Filter these records by the string "index", copying each line that holds it.

######

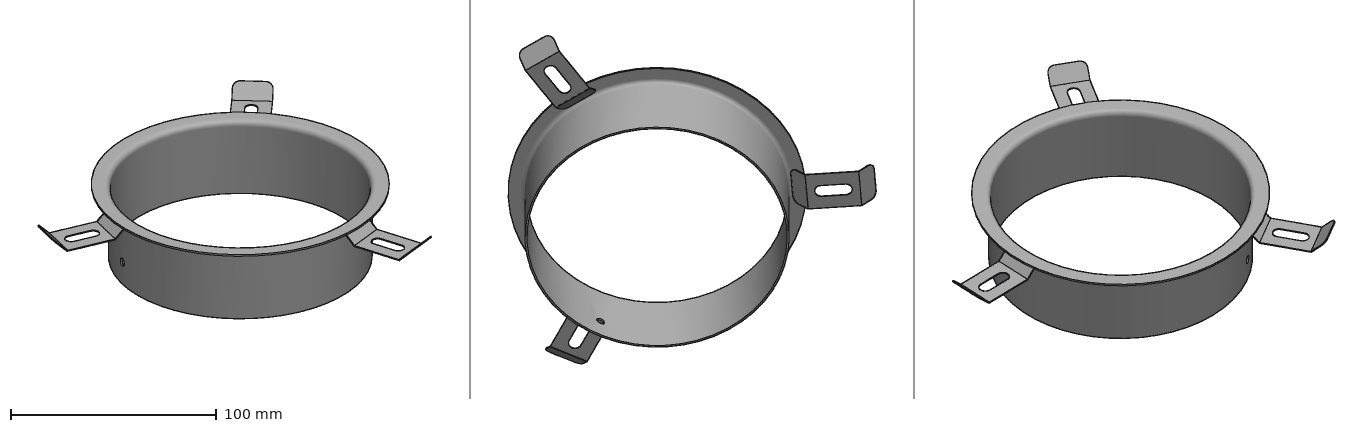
import cadquery as cq
import math

collar_height = 40.0
collar_sheet = 1.0
tube_outer_radius = 64.2
tube_inner_radius = tube_outer_radius - collar_sheet
flange_radius = 72.5
outer_bend_radius = 2.1
inner_bend_radius = outer_bend_radius + collar_sheet
flange_underside = collar_height - collar_sheet

wall_hole_diameter = 4.0
wall_hole_depth = 28.0

bracket_count = 3
bracket_spacing = 360 / bracket_count
bracket_width = 20.0
bracket_sheet = 0.5
bracket_tip_radius = 106.4
bracket_length = 40.8
bracket_rise = 7.7
flap_corner_radius = 3.8
slot_length = 18.2
slot_width = 6.3
bracket_center_radius = bracket_tip_radius - bracket_length / 2


def make_collar():
    bend_center_radius = tube_outer_radius + outer_bend_radius
    bend_center_height = flange_underside - outer_bend_radius
    diagonal = math.sqrt(0.5)
    inner_mid = (
        bend_center_radius - inner_bend_radius * diagonal,
        bend_center_height + inner_bend_radius * diagonal,
    )
    outer_mid = (
        bend_center_radius - outer_bend_radius * diagonal,
        bend_center_height + outer_bend_radius * diagonal,
    )
    collar = (
        cq.Workplane("XZ")
        .moveTo(tube_inner_radius, 0)
        .lineTo(tube_inner_radius, bend_center_height)
        .threePointArc(inner_mid, (bend_center_radius, collar_height))
        .lineTo(flange_radius, collar_height)
        .lineTo(flange_radius, flange_underside)
        .lineTo(bend_center_radius, flange_underside)
        .threePointArc(outer_mid, (tube_outer_radius, bend_center_height))
        .lineTo(tube_outer_radius, 0)
        .close()
        .revolve(360, (0, 0, 0), (0, 1, 0))
    )
    wall_hole = (
        cq.Workplane("XZ")
        .center(0, collar_height - wall_hole_depth)
        .circle(wall_hole_diameter / 2)
        .extrude(flange_radius)
    )
    return collar.cut(wall_hole)


def make_bracket():
    """Bracket along X, centred on the Z axis, with its flap tips at Z = 0."""
    half_length = bracket_length / 2
    end_step = bracket_sheet * math.sqrt(0.5)
    half_bottom = half_length + end_step - bracket_rise
    half_floor = half_bottom - bracket_sheet * math.tan(math.radians(45 / 2))
    outline = [
        (-half_bottom, -bracket_rise),
        (half_bottom, -bracket_rise),
        (half_length, -end_step),
        (half_length - end_step, 0),
        (half_floor, bracket_sheet - bracket_rise),
        (-half_floor, bracket_sheet - bracket_rise),
        (end_step - half_length, 0),
        (-half_length, -end_step),
    ]
    strip = cq.Workplane("XZ").polyline(outline).close().extrude(bracket_width / 2, both=True)
    for flap_direction, outermost in ((-1, "<X"), (1, ">X")):
        tip_edges = cq.selectors.ParallelDirSelector(cq.Vector(flap_direction, 0, -1))
        strip = strip.edges(tip_edges).edges(outermost).fillet(flap_corner_radius)
    slot = cq.Workplane("XY").slot2D(slot_length, slot_width).extrude(-2 * bracket_rise)
    return strip.cut(slot)


def place_bracket(index):
    angle = -90 + index * bracket_spacing
    return (
        make_bracket()
        .translate((bracket_center_radius, 0, flange_underside))
        .rotate((0, 0, 0), (0, 0, 1), angle)
    )


collar = make_collar()
brackets = [place_bracket(index).val() for index in range(bracket_count)]

result = cq.Compound.makeCompound([collar.val(), *brackets])
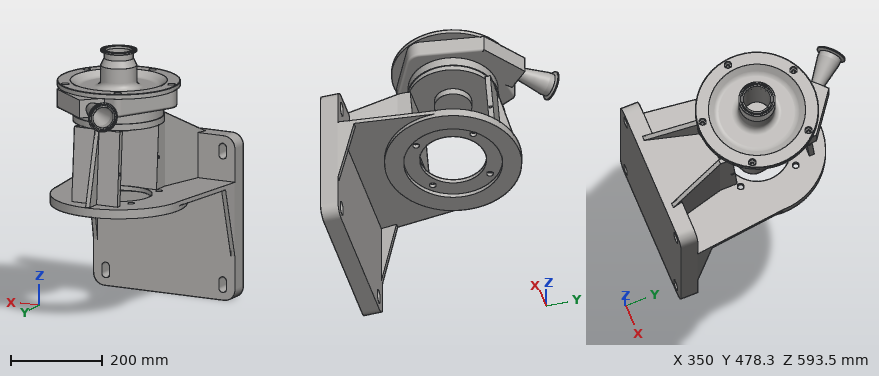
import cadquery as cq
import math

plate_width = 350.0
plate_height = 370.5
plate_thickness = 40.0
plate_corner_radius = 27.0
slot_width = 19.0
slot_length = 35.0
slot_x = 145.0
slot_edge_distance = 35.0

axis_y = 251.0
shelf_top = 269.0
shelf_thickness = 10.0
ring_radius = 150.0
ring_thickness = 20.0
ring_bore_radius = 73.0
motor_recess_radius = 108.0
motor_recess_depth = 10.0
ring_bolt_circle_radius = 92.0
ring_bolt_diameter = 14.0
ring_bolt_count = 4
ring_bolt_start_angle = 45

gusset_thickness = 10.0
gusset_reach = 75.5
gusset_foot_z = 101.5

pedestal_top = 435.0
pedestal_half_width = 56.5
pedestal_radius = 100.5
wall_lean = math.radians(4)
front_wall_inner_y = axis_y - 81.5
rear_wall_inner_y = axis_y + 89.0
rear_wall_thickness = 12.0
rib_angle = math.radians(15)
rib_thickness = 10.0
rib_shoulder_y = 142.0
rib_foot_y = 17.0
rear_rib_foot_y = 396.0
side_hole_diameter = 6.0
side_hole_z = 340.0
side_hole_inset = 6.0

hub_radius = 41.0
hub_bottom = 419.0
collar_radius = pedestal_radius
neck_radius = 98.5
collar_top = 449.0
body_bottom = 473.5
body_top = 514.0
body_apothem = 114.0
body_corner_radius = 34.0
body_rounded_corner_count = 3
body_outlet_corner_radius = 15.0
body_bottom_fillet = 5.5
cover_radius = 135.0
cover_top = 524.5
cover_edge_chamfer = 1.0
cover_bolt_circle_radius = 122.0
cover_bolt_diameter = 8.5
cover_bolt_head_diameter = 16.0
cover_bolt_head_depth = 9.0
cover_bolt_depth = 18.0
first_corner_angle = 45
corner_count = 5
corner_distance = body_apothem / math.cos(math.pi / corner_count)

dish_floor = 510.5
dish_floor_radius = 83.0
dish_fillet_height = 3.5
dish_wall_foot_radius = 93.0
dish_rim_radius = 104.5
dish_rim_chamfer = 2.0

inlet_top = 593.5
inlet_radius = 40.0
inlet_root_fillet = 14.0
inlet_shoulder_z = 558.5
inlet_neck_z = 574.5
inlet_neck_radius = 32.0
inlet_bore_radius = 29.5
inlet_groove_radius = 33.0
inlet_bore_floor = 492.5
ferrule_lip = 3.0
ferrule_taper = 3.0
gasket_groove_width = 3.0
gasket_groove_depth = 1.0

outlet_angle = 135
outlet_offset = 95.0
outlet_z = 492.0
outlet_block_half_width = 29.0
outlet_block_face = 111.0
outlet_taper_end = 176.0
outlet_end = 194.0
outlet_root_radius = 13.5
outlet_neck_radius = 25.5
outlet_flange_radius = 32.5
outlet_bore_radius = 23.0
outlet_groove_radius = 27.0
outlet_bore_root_radius = 10.5

nozzle_root_overlap = 6.0


def polar(radius, angle_degrees):
    """Point at a radius and angle around the pump axis."""
    angle = math.radians(angle_degrees)
    return (radius * math.cos(angle), radius * math.sin(angle))


def cylinder(radius, bottom, top):
    """Vertical cylinder on the pump axis."""
    return cq.Workplane("XY", origin=(0, axis_y, bottom)).circle(radius).extrude(top - bottom)


def side_profile(points, half_width):
    """Prism along X with a Y-Z outline, centred on X = 0."""
    return cq.Workplane("YZ").polyline(points).close().extrude(half_width, both=True)


def make_base_plate():
    middle_z = plate_height / 2
    slot_z = middle_z - slot_edge_distance
    slot_centers = [(x, z) for x in (-slot_x, slot_x) for z in (-slot_z, slot_z)]
    plate = (
        cq.Workplane("XZ", origin=(0, 0, middle_z))
        .rect(plate_width, plate_height)
        .extrude(-plate_thickness)
        .edges("|Y")
        .fillet(plate_corner_radius)
    )
    slots = (
        cq.Workplane("XZ", origin=(0, 0, middle_z))
        .pushPoints(slot_centers)
        .slot2D(slot_length, slot_width, 90)
        .extrude(-plate_thickness)
    )
    return plate.cut(slots)


def shelf_prism(inset, bottom, top):
    """Tapered shelf outline with a round rear end, moved inward at the sides by an inset."""
    root_x = plate_width / 2 - inset
    end_radius = ring_radius - inset
    return (
        cq.Workplane("XY", origin=(0, 0, bottom))
        .moveTo(-root_x, plate_thickness)
        .lineTo(root_x, plate_thickness)
        .lineTo(end_radius, axis_y)
        .threePointArc((0, axis_y + end_radius), (-end_radius, axis_y))
        .close()
        .extrude(top - bottom)
    )


def make_shelf():
    shelf = shelf_prism(0, shelf_top - shelf_thickness, shelf_top)
    ring_bottom = shelf_top - ring_thickness
    ring = cylinder(ring_radius, ring_bottom, shelf_top)
    bore = cylinder(ring_bore_radius, ring_bottom, shelf_top)
    recess = cylinder(motor_recess_radius, ring_bottom, ring_bottom + motor_recess_depth)
    bolt_holes = (
        cq.Workplane("XY", origin=(0, axis_y, ring_bottom))
        .polarArray(ring_bolt_circle_radius, ring_bolt_start_angle, 360, ring_bolt_count)
        .circle(ring_bolt_diameter / 2)
        .extrude(ring_thickness)
    )
    return shelf.union(ring).cut(bore).cut(recess).cut(bolt_holes)


def make_gussets():
    """Two triangular gussets whose outer faces are flush with the shelf sides."""
    triangle = [
        (plate_thickness, gusset_foot_z),
        (gusset_reach, shelf_top - shelf_thickness),
        (gusset_reach, shelf_top),
        (plate_thickness, shelf_top),
    ]
    side_strips = shelf_prism(0, gusset_foot_z, shelf_top).cut(
        shelf_prism(gusset_thickness, gusset_foot_z, shelf_top)
    )
    return side_profile(triangle, plate_width / 2).intersect(side_strips)


def rib_inner_x(y):
    """Half distance between the inner faces of the splayed ribs at a given Y."""
    shoulder_x = pedestal_half_width - rib_thickness / math.cos(rib_angle)
    return shoulder_x + (rib_shoulder_y - y) * math.tan(rib_angle)


def make_front_pedestal():
    """Round-backed front wall with two splayed ribs running onto the base plate."""
    height = pedestal_top - shelf_top
    lean_shift = height * math.tan(wall_lean)
    rib_spread = (rib_shoulder_y - rib_foot_y) * math.tan(rib_angle)

    core = cylinder(pedestal_radius, shelf_top, pedestal_top).intersect(
        cq.Workplane("XY", origin=(0, axis_y, shelf_top))
        .rect(2 * pedestal_half_width, 2 * pedestal_radius)
        .extrude(height)
    )
    rib = (
        cq.Workplane("XY", origin=(0, 0, shelf_top))
        .polyline(
            [
                (pedestal_half_width + rib_spread, rib_foot_y),
                (pedestal_half_width, rib_shoulder_y),
                (pedestal_half_width, axis_y),
                (rib_inner_x(axis_y), axis_y),
                (rib_inner_x(rib_foot_y), rib_foot_y),
            ]
        )
        .close()
        .extrude(height)
    )
    profile = [
        (rib_foot_y, shelf_top),
        (rib_foot_y, plate_height),
        (rib_shoulder_y, pedestal_top),
        (front_wall_inner_y, pedestal_top),
        (front_wall_inner_y + lean_shift, shelf_top),
    ]
    plan = core.union(rib).union(rib.mirror("YZ"))
    return plan.intersect(side_profile(profile, plate_width / 2))


def make_rib_filler():
    """Solid block between the ribs, level with the top of the base plate."""
    front_x = rib_inner_x(plate_thickness)
    rear_x = rib_inner_x(front_wall_inner_y)
    return (
        cq.Workplane("XY", origin=(0, 0, shelf_top))
        .polyline(
            [
                (-front_x, plate_thickness),
                (front_x, plate_thickness),
                (rear_x, front_wall_inner_y),
                (-rear_x, front_wall_inner_y),
            ]
        )
        .close()
        .extrude(plate_height - shelf_top)
    )


def make_rear_pedestal():
    """Leaning flat wall braced by one central rib."""
    lean_shift = (pedestal_top - shelf_top) * math.tan(wall_lean)
    outer_y = rear_wall_inner_y + rear_wall_thickness
    wall = side_profile(
        [
            (rear_wall_inner_y, pedestal_top),
            (outer_y, pedestal_top),
            (outer_y + lean_shift, shelf_top),
            (rear_wall_inner_y + lean_shift, shelf_top),
        ],
        pedestal_half_width,
    )
    rib = side_profile(
        [
            (rear_wall_inner_y, pedestal_top),
            (outer_y, pedestal_top),
            (rear_rib_foot_y, shelf_top),
            (rear_wall_inner_y + lean_shift, shelf_top),
        ],
        rib_thickness / 2,
    )
    return wall.union(rib)


def make_side_holes():
    """Small cross holes through the front and rear pedestal walls."""
    lean_shift = (pedestal_top - side_hole_z) * math.tan(wall_lean)
    front_y = front_wall_inner_y + lean_shift - side_hole_inset
    rear_y = rear_wall_inner_y + lean_shift + side_hole_inset
    return (
        cq.Workplane("YZ")
        .pushPoints([(front_y, side_hole_z), (rear_y, side_hole_z)])
        .circle(side_hole_diameter / 2)
        .extrude(pedestal_half_width, both=True)
    )


def make_body():
    """Five-sided housing; the first corner stays sharp to meet the outlet block."""
    corner_step = 360 / corner_count
    corners = [
        polar(corner_distance, first_corner_angle + i * corner_step) for i in range(corner_count)
    ]
    body = (
        cq.Workplane("XY", origin=(0, axis_y, body_bottom))
        .polyline(corners)
        .close()
        .extrude(body_top - body_bottom)
    )
    corner_radii = [body_outlet_corner_radius] + body_rounded_corner_count * [body_corner_radius]
    for (corner_x, corner_y), fillet_radius in zip(corners[1:], corner_radii):
        nearest = cq.selectors.NearestToPointSelector(
            (corner_x, axis_y + corner_y, (body_bottom + body_top) / 2)
        )
        body = body.edges(nearest).fillet(fillet_radius)
    return body.faces("<Z").edges().fillet(body_bottom_fillet)


def outlet_point(distance, offset):
    """Point measured along the outlet direction and sideways from the pump axis."""
    along = polar(distance, outlet_angle)
    across = polar(offset, outlet_angle - 90)
    return (along[0] + across[0], along[1] + across[1])


def make_outlet_block():
    inner_offset = outlet_offset - outlet_block_half_width
    outer_offset = outlet_offset + outlet_block_half_width
    return (
        cq.Workplane("XY", origin=(0, axis_y, body_bottom))
        .polyline(
            [
                outlet_point(0, inner_offset),
                outlet_point(outlet_block_face, inner_offset),
                outlet_point(outlet_block_face, outer_offset),
                polar(corner_distance, first_corner_angle),
            ]
        )
        .close()
        .extrude(body_top - body_bottom)
    )


def outlet_turned(profile):
    """Solid turned about the outlet axis; profile points are (radius, distance)."""
    start_x, start_y = outlet_point(0, outlet_offset)
    direction = polar(1, outlet_angle)
    plane = cq.Plane(
        origin=(start_x, axis_y + start_y, outlet_z),
        xDir=(0, 0, 1),
        normal=cq.Vector(0, 0, 1).cross(cq.Vector(direction[0], direction[1], 0)),
    )
    return cq.Workplane(plane).polyline(profile).close().revolve(360, (0, 0), (0, 1))


def make_outlet_nozzle():
    lip_start = outlet_end - ferrule_lip
    return outlet_turned(
        [
            (0, outlet_block_face - nozzle_root_overlap),
            (outlet_root_radius, outlet_block_face - nozzle_root_overlap),
            (outlet_root_radius, outlet_block_face),
            (outlet_neck_radius, outlet_taper_end),
            (outlet_neck_radius, lip_start - ferrule_taper),
            (outlet_flange_radius, lip_start),
            (outlet_flange_radius, outlet_end),
            (0, outlet_end),
        ]
    )


def make_outlet_bore():
    return outlet_turned(
        [
            (0, outlet_block_face),
            (outlet_bore_root_radius, outlet_block_face),
            (outlet_bore_radius, outlet_taper_end),
            (outlet_bore_radius, outlet_end),
            (0, outlet_end),
        ]
    )


def make_outlet_groove():
    """Gasket groove in the outlet ferrule face."""
    outer_radius = outlet_groove_radius + gasket_groove_width
    return outlet_turned(
        [
            (outlet_groove_radius, outlet_end - gasket_groove_depth),
            (outer_radius, outlet_end - gasket_groove_depth),
            (outer_radius, outlet_end),
            (outlet_groove_radius, outlet_end),
        ]
    )


def make_inlet_groove():
    """Gasket groove in the inlet ferrule face."""
    bottom = inlet_top - gasket_groove_depth
    outer = cylinder(inlet_groove_radius + gasket_groove_width, bottom, inlet_top)
    return outer.cut(cylinder(inlet_groove_radius, bottom, inlet_top))


def make_turned_housing():
    """Hub, collar, cover with its dish, and inlet pipe, turned as one profile."""
    fillet_diagonal = inlet_root_fillet * (1 - math.cos(math.pi / 4))
    root_outer_radius = inlet_radius + inlet_root_fillet
    root_top = dish_floor + inlet_root_fillet
    lip_start = inlet_top - ferrule_lip
    fillet_run = dish_wall_foot_radius - dish_floor_radius
    half_turn = math.atan(dish_fillet_height / fillet_run)
    fillet_radius = fillet_run / math.sin(2 * half_turn)
    dish_fillet_mid = (
        dish_floor_radius + fillet_radius * math.sin(half_turn),
        dish_floor + fillet_radius * (1 - math.cos(half_turn)),
    )
    return (
        cq.Workplane("XZ", origin=(0, axis_y, 0))
        .moveTo(0, hub_bottom)
        .lineTo(hub_radius, hub_bottom)
        .lineTo(hub_radius, pedestal_top)
        .lineTo(collar_radius, pedestal_top)
        .lineTo(collar_radius, collar_top)
        .lineTo(neck_radius, collar_top)
        .lineTo(neck_radius, body_top)
        .lineTo(cover_radius, body_top)
        .lineTo(cover_radius, cover_top - cover_edge_chamfer)
        .lineTo(cover_radius - cover_edge_chamfer, cover_top)
        .lineTo(dish_rim_radius + dish_rim_chamfer, cover_top)
        .lineTo(dish_rim_radius, cover_top - dish_rim_chamfer)
        .lineTo(dish_wall_foot_radius, dish_floor + dish_fillet_height)
        .threePointArc(dish_fillet_mid, (dish_floor_radius, dish_floor))
        .lineTo(root_outer_radius, dish_floor)
        .threePointArc(
            (inlet_radius + fillet_diagonal, dish_floor + fillet_diagonal),
            (inlet_radius, root_top),
        )
        .lineTo(inlet_radius, inlet_shoulder_z)
        .lineTo(inlet_neck_radius, inlet_neck_z)
        .lineTo(inlet_neck_radius, lip_start - ferrule_taper)
        .lineTo(inlet_radius, lip_start)
        .lineTo(inlet_radius, inlet_top)
        .lineTo(inlet_bore_radius, inlet_top)
        .lineTo(inlet_bore_radius, inlet_bore_floor)
        .lineTo(0, inlet_bore_floor)
        .close()
        .revolve(360, (0, 0), (0, 1))
    )


def make_body_ring():
    """Five-sided body and outlet block, bored to fit around the turned housing."""
    return make_body().union(make_outlet_block()).cut(cylinder(neck_radius, body_bottom, body_top))


def make_cover_bolts():
    """Stepped blind bolt holes over the five body corners."""
    def holes(diameter, depth):
        return (
            cq.Workplane("XY", origin=(0, axis_y, cover_top - depth))
            .polarArray(cover_bolt_circle_radius, first_corner_angle, 360, corner_count)
            .circle(diameter / 2)
            .extrude(depth)
        )

    heads = holes(cover_bolt_head_diameter, cover_bolt_head_depth)
    return heads.union(holes(cover_bolt_diameter, cover_bolt_depth))


bracket = make_base_plate().union(make_shelf()).union(make_gussets())
bracket = bracket.union(make_front_pedestal()).union(make_rib_filler())
bracket = bracket.union(make_rear_pedestal()).cut(make_side_holes())

pump = make_turned_housing().union(make_body_ring()).union(make_outlet_nozzle())
pump = pump.cut(make_outlet_bore()).cut(make_cover_bolts())
pump = pump.cut(make_outlet_groove()).cut(make_inlet_groove())

result = bracket.union(pump)

######

Written response —
def place_bracket(index):
    angle = -90 + index * bracket_spacing
brackets = [place_bracket(index).val() for index in range(bracket_count)]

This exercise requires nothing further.